As Here’s CEO, Edzard Overbeek, put it: “A real time self-healing and HD representation of the physical world is critical for autonomous driving, and achieving this will require significantly more powerful and capable in-vehicle compute platforms. As a premier silicon provider, Intel can help accelerate Here’s ambitions in this area, but support the creation of a universal, always up-to-date digital location platform that spans the vehicle, the cloud, and everything else connected.”
This is the latest step in Intel’s automotive transition, which has seen the division emerge from the IoT wing in the past year or so. That division is now getting its own brand, called Intel Go, which will revolve around new developer kits for automakers, based on its Atom and Xeon processors.

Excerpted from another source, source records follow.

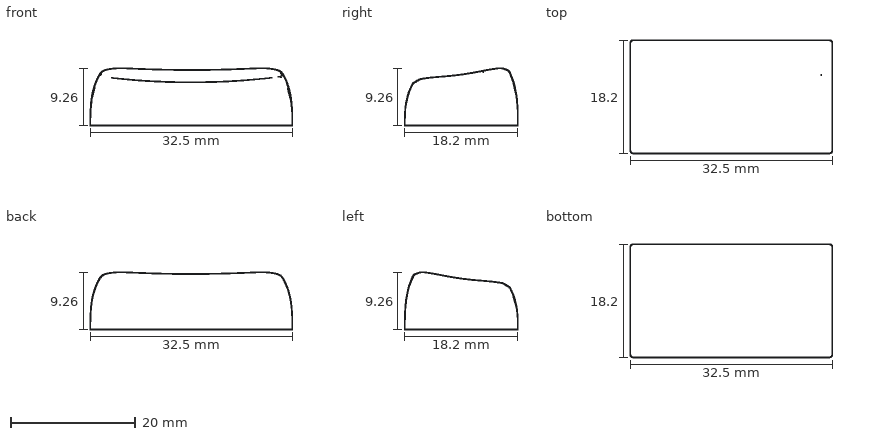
import cadquery as cq
import math

base_length = 32.52
base_width = 18.23
base_corner_radius = 0.5

top_height = 8.4
top_slope = 0.125
section_levels = (0.0, 0.3, 0.6, 0.9, 1.2)

end_mid_lean = 1.65
end_seam_lean = 1.95
side_mid_lean = 1.7
side_seam_lean = 2.45

long_seam_growth = (3.3, 1.4)
end_seam_growth = (2.53, 2.8)

base_corner_bulge = (math.sqrt(2) - 1) / 2
top_corner_bulge = 0.14

dish_half_width = 7.0
dish_back_height = 8.96
dish_front_height = 6.92
dish_sagitta = 0.67
dish_length_radius = 107.0
cutter_half_width = 12.0
cutter_top = 13.0
cutter_angle = 20.0

rim_radius = 0.65


def section_point(x, y, level):
    """Place an outline point on the tilted plane of a section."""
    return cq.Vector(x, y, level * (top_height + top_slope * y))


def corner_setback(level, growth):
    """Distance from the base's side to the seam where a corner begins."""
    linear, quadratic = growth
    return base_corner_radius + linear * level + quadratic * level**2


def section_wire(level):
    """Closed outline of four bowed walls and four rounded corners."""
    cube = level**3
    end_mid_x = base_length / 2 - end_mid_lean * cube
    end_seam_x = base_length / 2 - end_seam_lean * cube
    side_mid_y = base_width / 2 - side_mid_lean * cube
    side_seam_y = base_width / 2 - side_seam_lean * cube

    side_seam_x = base_length / 2 - corner_setback(level, long_seam_growth)
    end_seam_y = base_width / 2 - corner_setback(level, end_seam_growth)

    bulge = base_corner_bulge + (top_corner_bulge - base_corner_bulge) * level
    corner_x = (end_seam_x + side_seam_x) / 2 + bulge * (side_seam_y - end_seam_y)
    corner_y = (end_seam_y + side_seam_y) / 2 + bulge * (end_seam_x - side_seam_x)

    outline = [
        (end_seam_x, -end_seam_y),
        (end_mid_x, 0),
        (end_seam_x, end_seam_y),
        (corner_x, corner_y),
        (side_seam_x, side_seam_y),
        (0, side_mid_y),
        (-side_seam_x, side_seam_y),
        (-corner_x, corner_y),
        (-end_seam_x, end_seam_y),
        (-end_mid_x, 0),
        (-end_seam_x, -end_seam_y),
        (-corner_x, -corner_y),
        (-side_seam_x, -side_seam_y),
        (0, -side_mid_y),
        (side_seam_x, -side_seam_y),
        (corner_x, -corner_y),
    ]
    points = [section_point(x, y, level) for x, y in outline]
    points.append(points[0])

    edges = []
    for start in range(0, len(outline), 2):
        first, middle, last = points[start : start + 3]
        is_wall = start % 4 == 0
        if is_wall and level == 0:
            edges.append(cq.Edge.makeLine(first, last))
        else:
            edges.append(cq.Edge.makeThreePointArc(first, middle, last))
    return cq.Wire.assembleEdges(edges)


def wall_body():
    """Solid block bounded by the leaning walls."""
    sections = [section_wire(level) for level in section_levels]
    return cq.Workplane(cq.Solid.makeLoft(sections))


def dish_cutter():
    """Everything above the doubly curved dish."""
    chord_slope = (dish_back_height - dish_front_height) / (2 * dish_half_width)
    mid_height = (dish_back_height + dish_front_height) / 2
    arc_radius = (dish_half_width**2 + dish_sagitta**2) / (2 * dish_sagitta)

    def profile_height(y):
        depth = dish_sagitta - arc_radius + math.sqrt(arc_radius**2 - y**2)
        return mid_height + chord_slope * y - depth

    axis_height = profile_height(0) + dish_length_radius
    ends = [(y, profile_height(y)) for y in (-cutter_half_width, cutter_half_width)]
    return (
        cq.Workplane("YZ")
        .moveTo(*ends[0])
        .threePointArc((0, profile_height(0)), ends[1])
        .lineTo(cutter_half_width, cutter_top)
        .lineTo(-cutter_half_width, cutter_top)
        .close()
        .revolve(cutter_angle, (0, axis_height), (1, axis_height))
        .rotate((0, 0, axis_height), (0, 1, axis_height), -cutter_angle / 2)
    )


dished = wall_body().cut(dish_cutter())
result = dished.faces("%TORUS").edges().fillet(rim_radius)

Under the Go brand, Intel said at CES that it was launching two new developer kits for auto makers looking to add a brain to their vehicles. With a variant based around the low-power Atom processor, and another with a far more powerful Xeon backed up by new Arria 10 FPGAs, Intel is pitching the designs as the answer to all automotive computational needs – for sensor fusion to decision making.
The new Intel Go Automotive SDK is Intel’s answer to the software side of the picture, while the Go Automotive 5G Platform aims to provide the V2X communication requirements, and to be the first commercial ‘5G’ world modem (see separate item). The new Go kits are going to be rolled out in a fleet of 40 BMW cars this year, as part of the test platform for the fleet with Mobileye and Intel.
Of course, nobody could escape that ‘5G’ label, even in the car sector where 4G standards for wireless connectivity are not yet fully supported – last week saw tests based on the new LTE-V specifications, but there are all kinds of disputes between the 3GPP approach, the WiFi community’s 802.11p and the DSRC specialized protocol. More of that potential industry split in an upcoming issue, but we can be sure that 5G, for all the hopes that it will prove to be an umbrella for many connectivity specs, will not really manage to neutralize all the politics behind these varying standards.
But as long as 5G is not commercially real, participants from the car and wireless industries can keep their visions alive. For instance, PSA Group, owner of Peugeot and Citroёn, has partnered with Orange and Ericsson to work on ‘Towards 5G’ car platforms based for now on the emerging LTE-V standard and on virtualization, but with a view to creating a roadmap towards 5G-based Intelligent Transport Systems (ITS) to support smart and autonomous vehicles.
Their pilot project sits outside similar efforts by the Qualcomm-driven 5G Automotive Association (5GAA), although Ericsson is part of both efforts. Orange will provide the spectrum and cellular network for the trial sites; Ericsson the radio and distributed, virtualized core network; and PSA will define the requirements, scope and user experience and provide technical validation.
“Connected IoT services are a crucial way to enhance the user experience for our customers, who today demand unprecedented levels of comfort and convenience as well as personalized services in their vehicles,” said Carla Gohin, VP of research, innovation and advanced technologies at PSA.